Record extracts:
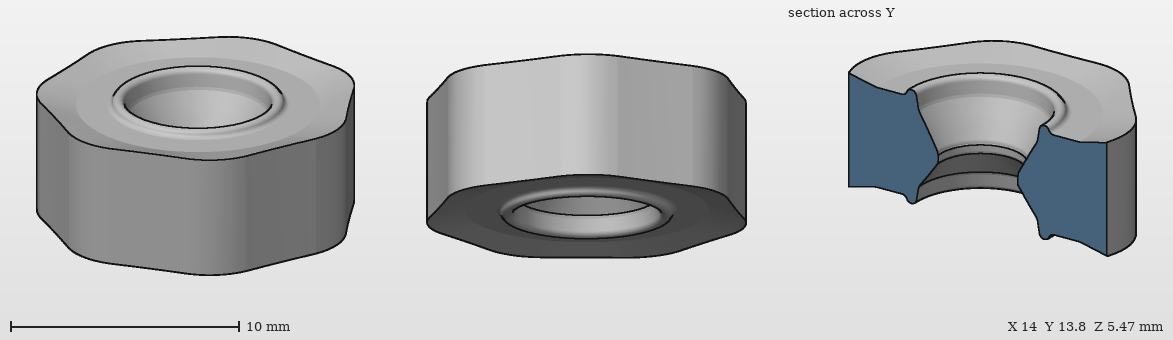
import math

import cadquery as cq

LOBES = 7
THICKNESS = 5.47
TIP_RADIUS = 7.093
HALF_THICKNESS = THICKNESS / 2
HALF_PITCH = 180 / LOBES

CREST_RADIUS = 3.0
CREST_HALF_TURN = 24.4
BLEND_RADIUS = 1.72
VALLEY_HALF_TURN = 1.7

SEAT_RADIUS = 5.35
SEAT_DEPTH = 0.335
SEAT_HEIGHT = HALF_THICKNESS - SEAT_DEPTH

COLLAR_OUTER_RADIUS = 4.01
COLLAR_CREST_RADIUS = 3.51
COLLAR_LIP_RADIUS = 0.285

MOUTH_TAPER = 9.5
MOUTH_END_RADIUS = 3.135
CONE_TOP_RADIUS = 3.09
CONE_TOP_HEIGHT = 1.80
THROAT_RADIUS = 2.09
THROAT_TOP = -0.06
THROAT_BOTTOM = -0.36
THROAT_EDGE_RADIUS = 2.115
UPPER_BEVEL_HEIGHT = 0.01
LOWER_BEVEL_HEIGHT = -0.48
THROAT_ROUNDING = 0.33
CONE_HALF_ANGLE = 28


def offset(point, distance, angle):
    """Point at a distance from another point, in a direction given in degrees."""
    turn = math.radians(angle)
    return (point[0] + distance * math.cos(turn), point[1] + distance * math.sin(turn))


def lobe_arcs(tip_angle):
    """Start, middle and end points of the four arcs from one lobe's crest to the next lobe."""
    origin = (0, 0)
    valley_angle = tip_angle + HALF_PITCH
    next_tip_angle = valley_angle + HALF_PITCH
    blend_turn = HALF_PITCH + VALLEY_HALF_TURN
    blend_middle_turn = (CREST_HALF_TURN + blend_turn) / 2

    def crest_side(angle, side):
        """Crest end, blend middle and blend end on one side (+1 or -1) of a lobe tip."""
        crest_centre = offset(origin, TIP_RADIUS - CREST_RADIUS, angle)
        crest_end = offset(crest_centre, CREST_RADIUS, angle + side * CREST_HALF_TURN)
        blend_centre = offset(crest_end, -BLEND_RADIUS, angle + side * CREST_HALF_TURN)
        blend_middle = offset(blend_centre, BLEND_RADIUS, angle + side * blend_middle_turn)
        blend_end = offset(blend_centre, BLEND_RADIUS, angle + side * blend_turn)
        return crest_end, blend_middle, blend_end

    crest_start = crest_side(tip_angle, -1)[0]
    tip = offset(origin, TIP_RADIUS, tip_angle)
    crest_end, blend_middle, valley_start = crest_side(tip_angle, 1)
    next_crest, next_blend_middle, valley_end = crest_side(next_tip_angle, -1)

    half_chord = math.dist(valley_start, valley_end) / 2
    sag = half_chord * math.tan(math.radians(VALLEY_HALF_TURN) / 2)
    chord_distance = math.sqrt(math.hypot(*valley_start) ** 2 - half_chord**2)
    valley_middle = offset(origin, chord_distance - sag, valley_angle)

    return [
        (crest_start, tip, crest_end),
        (crest_end, blend_middle, valley_start),
        (valley_start, valley_middle, valley_end),
        (valley_end, next_blend_middle, next_crest),
    ]


def outline_arcs():
    """All arcs of the outline, with the first lobe pointing along +Y."""
    arcs = []
    for lobe in range(LOBES):
        arcs += lobe_arcs(90 + lobe * 2 * HALF_PITCH)
    return arcs


def arc_wire(arcs, height):
    """Closed wire of three-point arcs at the given height."""
    edges = []
    for arc in arcs:
        points = [cq.Vector(x, y, height) for x, y in arc]
        edges.append(cq.Edge.makeThreePointArc(*points))
    return cq.Wire.assembleEdges(edges)


def onto_seat_circle(point):
    """Move a point radially onto the seat circle."""
    scale = SEAT_RADIUS / math.hypot(*point)
    return (point[0] * scale, point[1] * scale)


def chip_breaker():
    """Dish removed from the top: its wall falls radially from the outline to the seat circle."""
    rim = outline_arcs()
    seat = [[onto_seat_circle(point) for point in arc] for arc in rim]
    wires = [arc_wire(seat, SEAT_HEIGHT), arc_wire(rim, HALF_THICKNESS)]
    return cq.Workplane(obj=cq.Solid.makeLoft(wires, True))


def body():
    """Lobed prism with a chip breaker on both faces."""
    base = arc_wire(outline_arcs(), -HALF_THICKNESS)
    prism = cq.Solid.extrudeLinear(base, [], cq.Vector(0, 0, THICKNESS))
    dish = chip_breaker()
    return cq.Workplane(obj=prism).cut(dish).cut(dish.mirror("XY"))


def core():
    """Revolved centre of the insert: both collars and the wall of the screw hole."""
    flank_width = COLLAR_OUTER_RADIUS - COLLAR_CREST_RADIUS
    flank_turn = 2 * math.atan2(SEAT_DEPTH, flank_width)
    flank_radius = flank_width / (2 * math.sin(flank_turn))
    half_run = flank_radius * math.sin(flank_turn / 2)
    half_rise = flank_radius * (1 - math.cos(flank_turn / 2))
    flank_foot = (COLLAR_OUTER_RADIUS, SEAT_HEIGHT)
    foot_middle = (COLLAR_OUTER_RADIUS - half_run, SEAT_HEIGHT + half_rise)
    inflection = (COLLAR_OUTER_RADIUS - flank_width / 2, SEAT_HEIGHT + SEAT_DEPTH / 2)
    brow_middle = (COLLAR_CREST_RADIUS + half_run, HALF_THICKNESS - half_rise)
    crest = (COLLAR_CREST_RADIUS, HALF_THICKNESS)

    lip_centre = (COLLAR_CREST_RADIUS, HALF_THICKNESS - COLLAR_LIP_RADIUS)
    lip_end_angle = 180 - MOUTH_TAPER
    lip_middle = offset(lip_centre, COLLAR_LIP_RADIUS, (90 + lip_end_angle) / 2)
    mouth_top = offset(lip_centre, COLLAR_LIP_RADIUS, lip_end_angle)
    mouth_slope = math.tan(math.radians(MOUTH_TAPER))
    mouth_end_height = mouth_top[1] - (mouth_top[0] - MOUTH_END_RADIUS) / mouth_slope
    mouth_end = (MOUTH_END_RADIUS, mouth_end_height)
    cone_top = (CONE_TOP_RADIUS, CONE_TOP_HEIGHT)

    rounding_centre = (THROAT_EDGE_RADIUS + THROAT_ROUNDING, UPPER_BEVEL_HEIGHT)
    cone_end = offset(rounding_centre, THROAT_ROUNDING, 180 - CONE_HALF_ANGLE)
    rounding_middle = offset(rounding_centre, THROAT_ROUNDING, 180 - CONE_HALF_ANGLE / 2)

    def below(point):
        """Mirror image of a profile point in the mid-plane."""
        return (point[0], -point[1])

    profile = (
        cq.Workplane("XZ")
        .moveTo(*flank_foot)
        .threePointArc(foot_middle, inflection)
        .threePointArc(brow_middle, crest)
        .threePointArc(lip_middle, mouth_top)
        .lineTo(*mouth_end)
        .lineTo(*cone_top)
        .lineTo(*cone_end)
        .threePointArc(rounding_middle, (THROAT_EDGE_RADIUS, UPPER_BEVEL_HEIGHT))
        .lineTo(THROAT_RADIUS, THROAT_TOP)
        .lineTo(THROAT_RADIUS, THROAT_BOTTOM)
        .lineTo(THROAT_EDGE_RADIUS, LOWER_BEVEL_HEIGHT)
        .lineTo(*below(cone_top))
        .lineTo(*below(mouth_end))
        .lineTo(*below(mouth_top))
        .threePointArc(below(lip_middle), below(crest))
        .threePointArc(below(brow_middle), below(inflection))
        .threePointArc(below(foot_middle), below(flank_foot))
        .close()
    )
    return profile.revolve(360, (0, 0), (0, 1))


core_bore = cq.Workplane("XY").cylinder(THICKNESS, COLLAR_OUTER_RADIUS)
result = body().cut(core_bore).union(core())

Work task: The entries above should be given again exactly, minus any pictures.

The answer:
import math

import cadquery as cq

LOBES = 7
THICKNESS = 5.47
TIP_RADIUS = 7.093
HALF_THICKNESS = THICKNESS / 2
HALF_PITCH = 180 / LOBES

CREST_RADIUS = 3.0
CREST_HALF_TURN = 24.4
BLEND_RADIUS = 1.72
VALLEY_HALF_TURN = 1.7

SEAT_RADIUS = 5.35
SEAT_DEPTH = 0.335
SEAT_HEIGHT = HALF_THICKNESS - SEAT_DEPTH

COLLAR_OUTER_RADIUS = 4.01
COLLAR_CREST_RADIUS = 3.51
COLLAR_LIP_RADIUS = 0.285

MOUTH_TAPER = 9.5
MOUTH_END_RADIUS = 3.135
CONE_TOP_RADIUS = 3.09
CONE_TOP_HEIGHT = 1.80
THROAT_RADIUS = 2.09
THROAT_TOP = -0.06
THROAT_BOTTOM = -0.36
THROAT_EDGE_RADIUS = 2.115
UPPER_BEVEL_HEIGHT = 0.01
LOWER_BEVEL_HEIGHT = -0.48
THROAT_ROUNDING = 0.33
CONE_HALF_ANGLE = 28


def offset(point, distance, angle):
    """Point at a distance from another point, in a direction given in degrees."""
    turn = math.radians(angle)
    return (point[0] + distance * math.cos(turn), point[1] + distance * math.sin(turn))


def lobe_arcs(tip_angle):
    """Start, middle and end points of the four arcs from one lobe's crest to the next lobe."""
    origin = (0, 0)
    valley_angle = tip_angle + HALF_PITCH
    next_tip_angle = valley_angle + HALF_PITCH
    blend_turn = HALF_PITCH + VALLEY_HALF_TURN
    blend_middle_turn = (CREST_HALF_TURN + blend_turn) / 2

    def crest_side(angle, side):
        """Crest end, blend middle and blend end on one side (+1 or -1) of a lobe tip."""
        crest_centre = offset(origin, TIP_RADIUS - CREST_RADIUS, angle)
        crest_end = offset(crest_centre, CREST_RADIUS, angle + side * CREST_HALF_TURN)
        blend_centre = offset(crest_end, -BLEND_RADIUS, angle + side * CREST_HALF_TURN)
        blend_middle = offset(blend_centre, BLEND_RADIUS, angle + side * blend_middle_turn)
        blend_end = offset(blend_centre, BLEND_RADIUS, angle + side * blend_turn)
        return crest_end, blend_middle, blend_end

    crest_start = crest_side(tip_angle, -1)[0]
    tip = offset(origin, TIP_RADIUS, tip_angle)
    crest_end, blend_middle, valley_start = crest_side(tip_angle, 1)
    next_crest, next_blend_middle, valley_end = crest_side(next_tip_angle, -1)

    half_chord = math.dist(valley_start, valley_end) / 2
    sag = half_chord * math.tan(math.radians(VALLEY_HALF_TURN) / 2)
    chord_distance = math.sqrt(math.hypot(*valley_start) ** 2 - half_chord**2)
    valley_middle = offset(origin, chord_distance - sag, valley_angle)

    return [
        (crest_start, tip, crest_end),
        (crest_end, blend_middle, valley_start),
        (valley_start, valley_middle, valley_end),
        (valley_end, next_blend_middle, next_crest),
    ]


def outline_arcs():
    """All arcs of the outline, with the first lobe pointing along +Y."""
    arcs = []
    for lobe in range(LOBES):
        arcs += lobe_arcs(90 + lobe * 2 * HALF_PITCH)
    return arcs


def arc_wire(arcs, height):
    """Closed wire of three-point arcs at the given height."""
    edges = []
    for arc in arcs:
        points = [cq.Vector(x, y, height) for x, y in arc]
        edges.append(cq.Edge.makeThreePointArc(*points))
    return cq.Wire.assembleEdges(edges)


def onto_seat_circle(point):
    """Move a point radially onto the seat circle."""
    scale = SEAT_RADIUS / math.hypot(*point)
    return (point[0] * scale, point[1] * scale)


def chip_breaker():
    """Dish removed from the top: its wall falls radially from the outline to the seat circle."""
    rim = outline_arcs()
    seat = [[onto_seat_circle(point) for point in arc] for arc in rim]
    wires = [arc_wire(seat, SEAT_HEIGHT), arc_wire(rim, HALF_THICKNESS)]
    return cq.Workplane(obj=cq.Solid.makeLoft(wires, True))


def body():
    """Lobed prism with a chip breaker on both faces."""
    base = arc_wire(outline_arcs(), -HALF_THICKNESS)
    prism = cq.Solid.extrudeLinear(base, [], cq.Vector(0, 0, THICKNESS))
    dish = chip_breaker()
    return cq.Workplane(obj=prism).cut(dish).cut(dish.mirror("XY"))


def core():
    """Revolved centre of the insert: both collars and the wall of the screw hole."""
    flank_width = COLLAR_OUTER_RADIUS - COLLAR_CREST_RADIUS
    flank_turn = 2 * math.atan2(SEAT_DEPTH, flank_width)
    flank_radius = flank_width / (2 * math.sin(flank_turn))
    half_run = flank_radius * math.sin(flank_turn / 2)
    half_rise = flank_radius * (1 - math.cos(flank_turn / 2))
    flank_foot = (COLLAR_OUTER_RADIUS, SEAT_HEIGHT)
    foot_middle = (COLLAR_OUTER_RADIUS - half_run, SEAT_HEIGHT + half_rise)
    inflection = (COLLAR_OUTER_RADIUS - flank_width / 2, SEAT_HEIGHT + SEAT_DEPTH / 2)
    brow_middle = (COLLAR_CREST_RADIUS + half_run, HALF_THICKNESS - half_rise)
    crest = (COLLAR_CREST_RADIUS, HALF_THICKNESS)

    lip_centre = (COLLAR_CREST_RADIUS, HALF_THICKNESS - COLLAR_LIP_RADIUS)
    lip_end_angle = 180 - MOUTH_TAPER
    lip_middle = offset(lip_centre, COLLAR_LIP_RADIUS, (90 + lip_end_angle) / 2)
    mouth_top = offset(lip_centre, COLLAR_LIP_RADIUS, lip_end_angle)
    mouth_slope = math.tan(math.radians(MOUTH_TAPER))
    mouth_end_height = mouth_top[1] - (mouth_top[0] - MOUTH_END_RADIUS) / mouth_slope
    mouth_end = (MOUTH_END_RADIUS, mouth_end_height)
    cone_top = (CONE_TOP_RADIUS, CONE_TOP_HEIGHT)

    rounding_centre = (THROAT_EDGE_RADIUS + THROAT_ROUNDING, UPPER_BEVEL_HEIGHT)
    cone_end = offset(rounding_centre, THROAT_ROUNDING, 180 - CONE_HALF_ANGLE)
    rounding_middle = offset(rounding_centre, THROAT_ROUNDING, 180 - CONE_HALF_ANGLE / 2)

    def below(point):
        """Mirror image of a profile point in the mid-plane."""
        return (point[0], -point[1])

    profile = (
        cq.Workplane("XZ")
        .moveTo(*flank_foot)
        .threePointArc(foot_middle, inflection)
        .threePointArc(brow_middle, crest)
        .threePointArc(lip_middle, mouth_top)
        .lineTo(*mouth_end)
        .lineTo(*cone_top)
        .lineTo(*cone_end)
        .threePointArc(rounding_middle, (THROAT_EDGE_RADIUS, UPPER_BEVEL_HEIGHT))
        .lineTo(THROAT_RADIUS, THROAT_TOP)
        .lineTo(THROAT_RADIUS, THROAT_BOTTOM)
        .lineTo(THROAT_EDGE_RADIUS, LOWER_BEVEL_HEIGHT)
        .lineTo(*below(cone_top))
        .lineTo(*below(mouth_end))
        .lineTo(*below(mouth_top))
        .threePointArc(below(lip_middle), below(crest))
        .threePointArc(below(brow_middle), below(inflection))
        .threePointArc(below(foot_middle), below(flank_foot))
        .close()
    )
    return profile.revolve(360, (0, 0), (0, 1))


core_bore = cq.Workplane("XY").cylinder(THICKNESS, COLLAR_OUTER_RADIUS)
result = body().cut(core_bore).union(core())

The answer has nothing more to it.